Work item
Copy each line from the entries that the word "consumer" appears in.

Study material
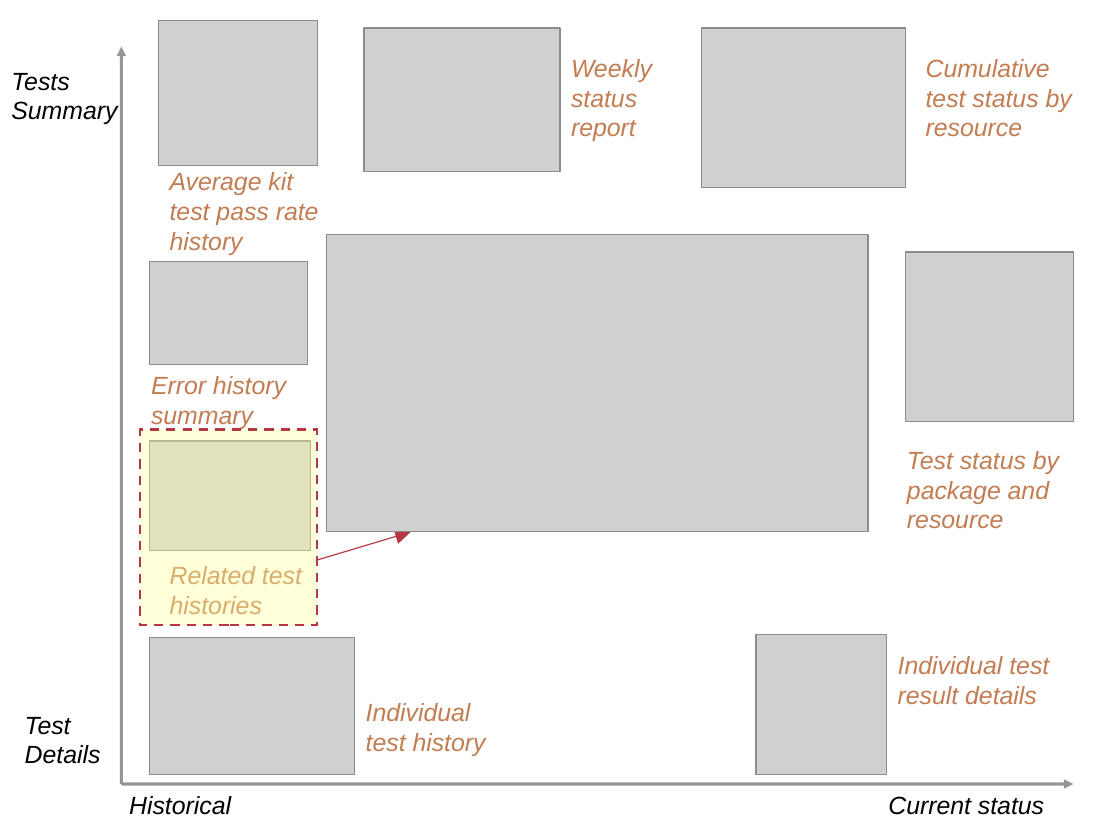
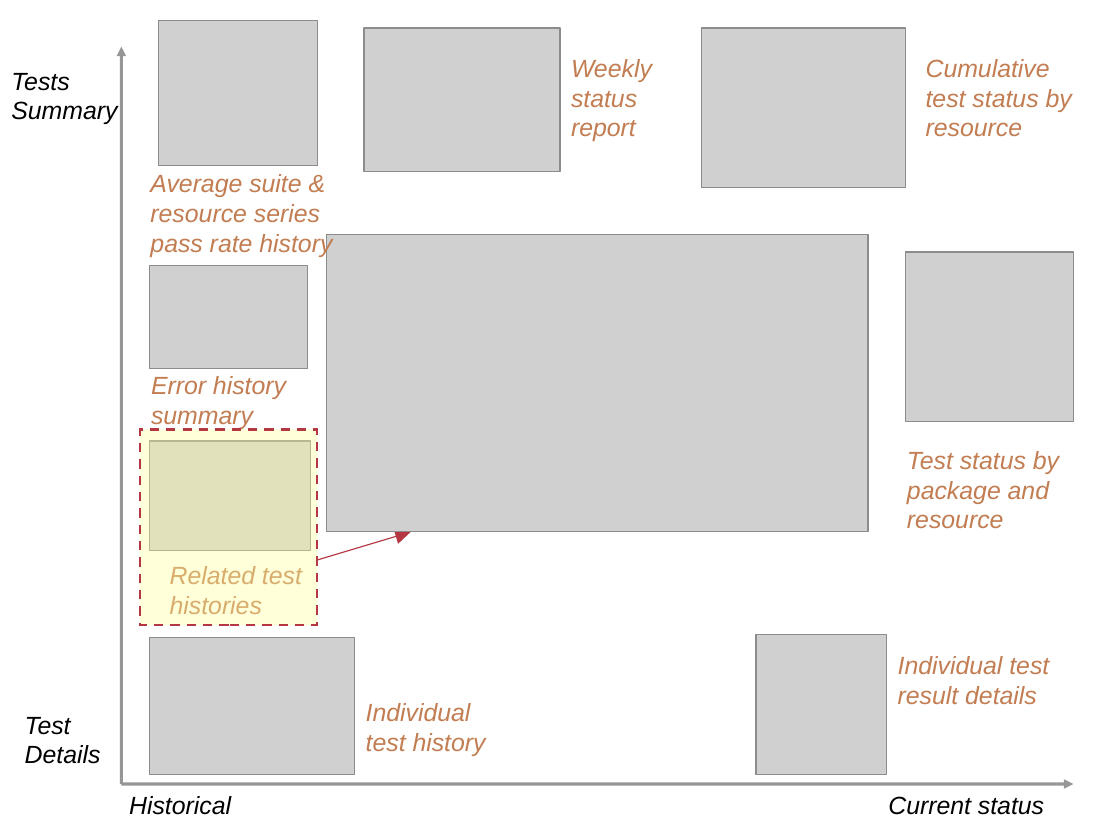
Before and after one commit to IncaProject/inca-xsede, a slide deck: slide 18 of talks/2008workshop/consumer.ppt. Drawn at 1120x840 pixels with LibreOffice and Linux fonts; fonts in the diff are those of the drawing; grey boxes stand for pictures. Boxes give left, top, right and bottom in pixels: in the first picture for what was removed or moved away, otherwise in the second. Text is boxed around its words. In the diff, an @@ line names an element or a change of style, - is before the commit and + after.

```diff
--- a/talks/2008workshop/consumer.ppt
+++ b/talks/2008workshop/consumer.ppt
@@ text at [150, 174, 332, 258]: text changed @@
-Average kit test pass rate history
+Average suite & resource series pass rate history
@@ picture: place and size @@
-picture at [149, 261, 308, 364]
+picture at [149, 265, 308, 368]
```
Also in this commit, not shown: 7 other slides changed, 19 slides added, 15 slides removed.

Answer below
Before and after one commit to IncaProject/inca-xsede, a slide deck: slide 18 of talks/2008workshop/consumer.ppt. Drawn at 1120x840 pixels with LibreOffice and Linux fonts; fonts in the diff are those of the drawing; grey boxes stand for pictures. Boxes give left, top, right and bottom in pixels: in the first picture for what was removed or moved away, otherwise in the second. Text is boxed around its words. In the diff, an @@ line names an element or a change of style, - is before the commit and + after.
--- a/talks/2008workshop/consumer.ppt
+++ b/talks/2008workshop/consumer.ppt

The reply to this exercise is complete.